Me lo quedé mirando. En la contraportada del libro figuraba la fotografía de un hombre joven flanqueado por dos cazadores armados con jabalinas. Cyril Clarence. Me recordaba a James Mason de joven. La foto debió de haber sido tomada hacía al menos sesenta años. Se lo dije. Él se echó a reír.

—No me arrepiento de nada, no me lo permitiría a mí mismo, pero lo cierto es que he consagrado medio siglo de mi vida a tratar de entender cómo funcionan esas comunidades.

—¿Y lo ha conseguido usted?

Clarence no me contestó. En lugar de ello, tomó en sus manos el libro que yo había depositado junto a él sobre la mesa, desdobló el mapa que había en la última página y señaló un lugar a unos doscientos kilómetros al este de Darwin. No había carretera alguna que llevara a ese lugar. Se lo dije.

Él replicó riendo:

—Ahora sí. Bueno, mejor dicho, hay caminos para los cuatro por cuatro, siempre que uno coincida con la estación del año adecuada. En otros tiempos sólo se llegaba a pie. En ese lugar vivía un amigo mío.

—¿Ya no?

—No, ya no. Fue asesinado. Era un pintor, un cazador, construyó ahí con sus propias manos una pista de aterrizaje. Vivía en una comunidad pequeña.

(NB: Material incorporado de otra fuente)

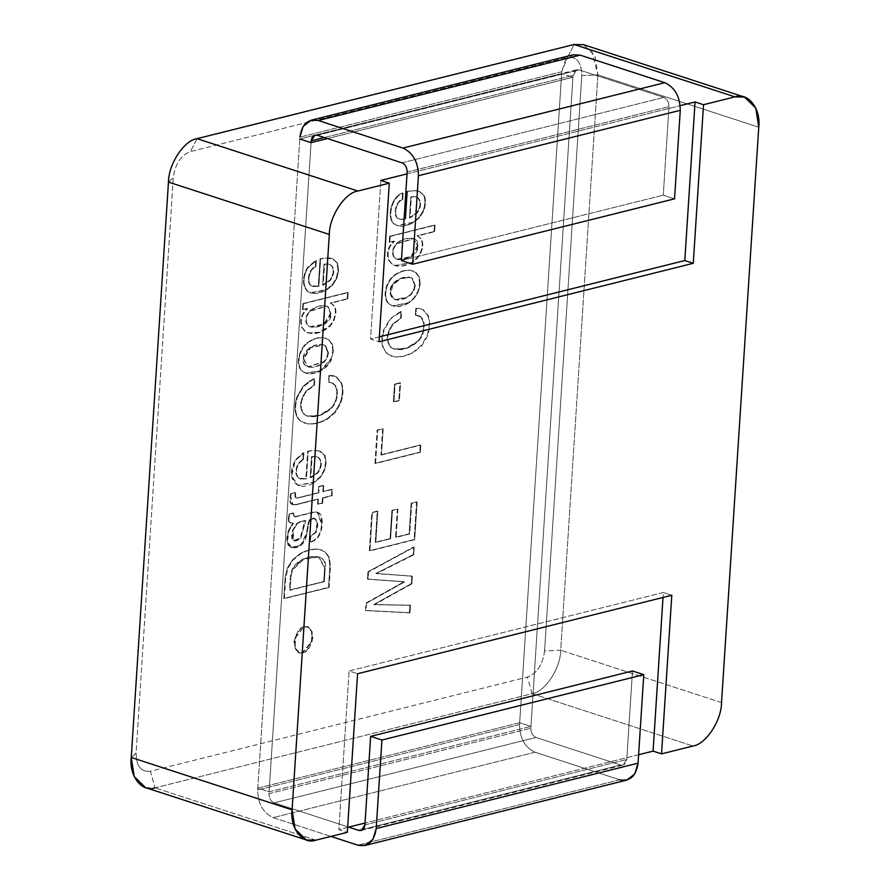 <?xml version="1.0" encoding="UTF-8"?>
<svg xmlns="http://www.w3.org/2000/svg" width="890" height="890" viewBox="0 0 890 890"><rect width="100%" height="100%" fill="white"/><g stroke="black" fill="none" stroke-linecap="round" stroke-linejoin="round"><path stroke-width="0.67" stroke-dasharray="4.45 3.34" d="M591.505 50.163L597.902 74.849L581.782 75.628C581.648 62.523 576.887 56.459 567.509 57.416L574.106 44.5L567.509 57.416C576.887 56.459 581.648 62.523 581.782 75.628L544.58 651.013C542.711 664.607 537.004 673.296 527.436 677.068L150.365 771.23C140.987 772.186 136.226 766.123 136.092 753.029L173.294 177.633C175.163 164.038 180.87 155.349 190.438 151.578L567.509 57.416L190.438 151.578C180.87 155.349 175.163 164.038 173.294 177.633L136.092 753.029L131.253 757.479L136.092 753.029C136.226 766.123 140.987 772.186 150.365 771.23L155.06 787.828L532.12 693.666L692.965 746.02L532.12 693.666C544.969 692.075 560.689 668.19 560.689 650.234L597.902 74.849L758.747 127.203L597.902 74.849L594.965 55.781L583.651 44.711M402.18 199.271L402.591 192.952C390.933 196.846 386.382 217.85 393.881 223.824C398.787 227.195 405.273 226.661 413.327 222.211L419.168 217.26L423.117 210.797C425.264 204.767 425.476 199.66 423.762 195.489L419.123 191.339L416.798 190.605L406.93 191.339L405.15 218.862L400.745 219.307L397.886 218.328C392.713 216.203 395.216 201.518 402.18 199.271L402.747 199.46L403.159 193.141L402.591 192.952L402.18 199.271C395.216 201.518 392.713 216.203 397.886 218.328L400.745 219.307L405.15 218.862L401.312 219.485L398.453 218.517C393.28 216.392 395.772 201.696 402.747 199.46L402.18 199.271M347.612 292.443L302.856 303.612L302.466 309.642L307.128 308.474C301.232 313.925 299.407 320.166 301.654 327.209L304.947 331.492C312.824 335.319 321.168 333.327 329.99 325.529L333.661 319.755L335.263 313.102C335.719 308.14 334.006 304.803 330.123 303.067L347.2 298.795L347.612 292.443L302.856 303.612L347.612 292.443L347.2 298.795L347.768 298.984L348.179 292.621L347.612 292.443M332.816 351.038L331.948 344.43L328.766 339.869L323.559 337.666C319.054 337.099 314.404 338.256 309.631 341.148C298.562 346.922 294.735 365.679 302.311 371.341C309.542 377.716 327.476 370.329 331.091 358.592L332.816 351.038L331.091 358.592L320.467 370.663L305.504 373.066L302.311 371.341C294.735 365.679 298.562 346.922 309.631 341.148C314.404 338.256 319.054 337.099 323.559 337.666L328.766 339.869L331.948 344.43L333.372 351.227L332.515 344.608L329.333 340.058L324.127 337.855C319.61 337.277 314.971 338.445 310.198 341.337C299.129 347.111 295.302 365.868 302.867 371.519L306.06 373.255L321.034 370.841L331.659 358.781L333.372 351.227L332.816 351.038M328.899 375.435L328.454 382.222L332.637 383.145L335.163 385.648L336.531 389.386C337.477 396.495 335.675 402.703 331.113 407.976C321.768 416.231 312.891 418.511 304.491 414.829C298.762 408.555 299.34 400.545 306.216 390.821L313.847 385.37L314.281 378.595L309.598 381.12L303.089 386.327L296.782 397.129C293.611 408.165 294.801 416.131 300.353 421.014L307.417 423.774C313.781 424.296 320.311 422.65 327.019 418.834L334.762 412.215L339.969 403.415C342.739 395.638 343.095 388.763 341.048 382.778L335.942 376.726L332.827 375.569L328.899 375.435L329.022 382.4L328.454 382.222L328.899 375.435L332.827 375.569L335.942 376.726L341.048 382.778C343.095 388.763 342.739 395.638 339.969 403.415L334.762 412.215L327.019 418.834C320.311 422.65 313.781 424.296 307.417 423.774L300.353 421.014C294.801 416.131 293.611 408.165 296.782 397.129L303.089 386.327L309.598 381.12L314.281 378.595L303.657 386.516L297.349 397.307C294.167 408.354 295.358 416.32 300.92 421.193L307.984 423.963C314.348 424.474 320.878 422.828 327.587 419.023L335.319 412.393L340.536 403.604C343.306 395.828 343.662 388.941 341.604 382.967L336.509 376.915L328.899 375.435M320.389 451.319L325.028 455.513L326.141 463.056L324.416 470.766L320.456 477.274L314.615 482.224C296.826 494.317 284.867 477.418 295.269 460.553L303.891 452.921L303.479 459.284L298.662 463.657C295.536 470.432 295.703 475.327 299.174 478.342L306.416 478.887L308.196 451.352L315.483 450.407L320.389 451.319L315.483 450.407L307.64 451.174L308.196 451.352L306.416 478.887L300.664 479.054L299.174 478.342C295.703 475.327 295.536 470.432 298.662 463.657L303.479 459.284L298.106 463.468C294.968 470.254 295.135 475.149 298.617 478.164L300.097 478.865L305.86 478.698L307.64 451.174L305.86 478.698L298.617 478.164C295.135 475.149 294.968 470.254 298.106 463.468L302.911 459.107L303.323 452.743L302.911 459.107L303.479 459.284L303.891 452.921L295.269 460.553L291.642 476.028L298.306 485.517L314.615 482.224L320.456 477.274L324.416 470.766L326.141 463.056L325.028 455.513L319.065 450.863L324.461 455.324L325.584 462.867L323.849 470.588L319.899 477.084L314.059 482.046L297.738 485.328L291.075 475.839L294.712 460.364L303.323 452.743M283.765 598.469L328.543 587.289L329.912 566.251L328.944 557.641L324.995 551.878L318.386 549.163C312.279 548.707 306.104 550.254 299.863 553.791L292.32 560.033L287.303 568.12L285.1 577.721L283.765 598.469L329.111 587.478L283.765 598.469L285.1 577.721L287.303 568.12L292.32 560.033L299.863 553.791C306.104 550.254 312.279 548.707 318.386 549.163L324.995 551.878L328.944 557.641L329.912 566.251L328.543 587.289L329.111 587.478L330.479 566.429L329.511 557.819L325.562 552.056L318.954 549.341C312.846 548.896 306.661 550.432 300.42 553.969L292.888 560.222L287.87 568.309L285.668 577.91L284.322 598.659L283.765 598.469M303.98 626.816C299.685 627.161 296.359 632.223 293.978 642.013C295.146 650.902 297.928 654.45 302.311 652.626C306.594 652.281 309.92 647.219 312.301 637.429C311.133 628.54 308.352 624.991 303.98 626.816L307.317 626.883L311.567 631.477L311.578 641.612L302.311 652.626L298.962 652.559L294.712 647.965L294.701 637.83L303.98 626.816L295.269 638.019L295.28 648.154L299.53 652.737L302.867 652.815L312.145 641.801L312.134 631.655L307.884 627.072L303.98 626.816M310.165 536.359L309.787 542.177L313.781 540.475L316.684 538.016C319.588 534.812 321.223 530.229 321.613 524.277C322.035 514.976 319.31 510.916 313.425 512.084L294.657 516.767L292.932 514.487L293.233 512.963L289.261 513.964L289.028 514.798C288.082 518.625 288.137 521.106 289.217 522.241L292.955 523.12L288.482 530.373C284.8 542.31 287.159 548.029 295.558 547.539C301.376 546.004 305.003 541.331 306.427 533.544L308.207 522.775L309.442 519.949C315.071 513.663 320.011 524.01 315.238 532.454L310.165 536.359L310.354 542.355L309.787 542.177L310.165 536.359L315.238 532.454L317.085 523.787L314.57 518.47L309.442 519.949L308.207 522.775L306.427 533.544L300.842 544.802L291.152 547.561L286.858 541.387L288.482 530.373L292.955 523.12L293.522 523.309L289.05 530.551L287.425 541.576L291.72 547.75L301.41 544.98L306.994 533.733L308.774 522.953L310.009 520.138L315.138 518.648L317.641 523.965L315.794 532.643L310.165 536.359M318.676 486.485L318.275 492.637L297.038 497.944L295.135 497.555L294.879 492.515L290.574 493.583L290.129 496.453C288.994 503.239 291.063 505.887 296.337 504.419L317.864 499.034L317.53 504.141L322.08 503.006L322.403 497.899L331.492 495.63L331.914 489.233L322.825 491.503L323.215 485.35L318.676 486.485L319.243 486.674L318.843 492.826L318.275 492.637L318.676 486.485L323.782 485.54L318.676 486.485M315.36 266.577L315.772 260.258L307.161 267.846C302.222 277.402 302.2 285.145 307.083 291.075C312.012 294.501 318.486 293.978 326.508 289.517L332.348 284.566L336.298 278.103L338.033 270.349L336.909 262.806L332.27 258.656L329.945 257.911L320.089 258.645L318.309 286.18L311.066 285.634C305.949 283.498 308.385 268.825 315.36 266.577L315.928 266.766L316.339 260.447L315.772 260.258L315.36 266.577C308.385 268.825 305.949 283.498 311.066 285.634L312.568 286.346L318.865 286.357L313.135 286.536L311.622 285.824C306.516 283.676 308.952 269.002 315.928 266.766L315.36 266.577M404.071 581.66L365.935 603.042L365.456 610.44L409.4 612.721L409.889 605.156L373.845 604.521L411.28 583.695L411.77 576.03L375.858 573.483L413.16 554.659L413.661 546.916L367.959 571.747L367.481 579.112L404.639 581.849L366.502 603.22L404.071 581.66L367.481 579.112L404.071 581.66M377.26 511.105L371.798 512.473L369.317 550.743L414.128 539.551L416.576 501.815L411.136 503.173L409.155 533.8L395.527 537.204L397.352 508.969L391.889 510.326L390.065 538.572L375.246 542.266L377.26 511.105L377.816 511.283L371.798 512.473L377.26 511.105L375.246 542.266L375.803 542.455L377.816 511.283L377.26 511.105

Eran gentes que habían regresado a su vieja tierra, porque no habían logrado olvidarla. Lugares sagrados, lugares secretos, lugares prohibidos, se olvidan muchas cosas pero eso se recuerda siempre, porque, aunque tú no puedas verlo, su mundo es un lugar encantado, con vegetación encantada, animales encantados, un paisaje lleno de claves invisibles. No necesitas saber más. Fue su yerno quien lo asesinó. Yo le iba a ver de vez en cuando, él me contaba muchas cosas. Hablábamos a través de un aparato de radio. Yo creía que esa gente vivía en el paraíso, pero al final descubrí que no, que aquello tampoco era el paraíso. Mi amigo pintaba bien, era un gran artista. De vez en cuando acudía desde lejos un galerista a su aldea para hacerse con alguna obra suya. No le pagaban nada mal. La verdad es que a él no le importaba gran cosa que sus cuadros se expusieran en museos de Estados Unidos. Era bastante reacio a ofrecer explicaciones acerca de su iconografía. Sabía que la gente desconocida que viera su obra no comprendería o no sería capaz de comprender su significado. La gente adquiría sus pinturas únicamente por su valor decorativo o como inversión. Por lo demás, mi amigo vivía de la caza. Era un excelente pescador y cazador.

—¿Y por qué lo asesinaron?

—Celos. Esto sigue siendo el mundo real. Hay que ser muy fuerte para saber afrontar tantos cambios. Él lo era, pero las cosas no siempre salen bien. Vivimos en un mundo voraz.

—¿Y el autor del crimen?

—Alcánzame el mapa. Aquí, ¿ves? ¿Ves esa infinita llanura marrón? Ni una carretera a la vista. Cientos y cientos de kilómetros de vacío. Sólo hay un camino que conduce al puesto de avanzada de Nganyalala, unos doscientos kilómetros en dirección este. En millas a la redonda no hay absolutamente nada, todo vacío, matorrales, tierras bajas. Y, sin embargo, si es necesario, estas gentes son capaces de aguantar años en estas condiciones. Él se había traído consigo a su anciana madre, una mujer que sabe cómo sobrevivir en el desierto. Donde tú ves una piedra, ella ve agua. Hay que saber interpretar el mundo. Raíces, pequeños animales, bayas. En fin, no sé que sucedió, pero no volvieron a encontrarlos. ¿Adónde querías ir?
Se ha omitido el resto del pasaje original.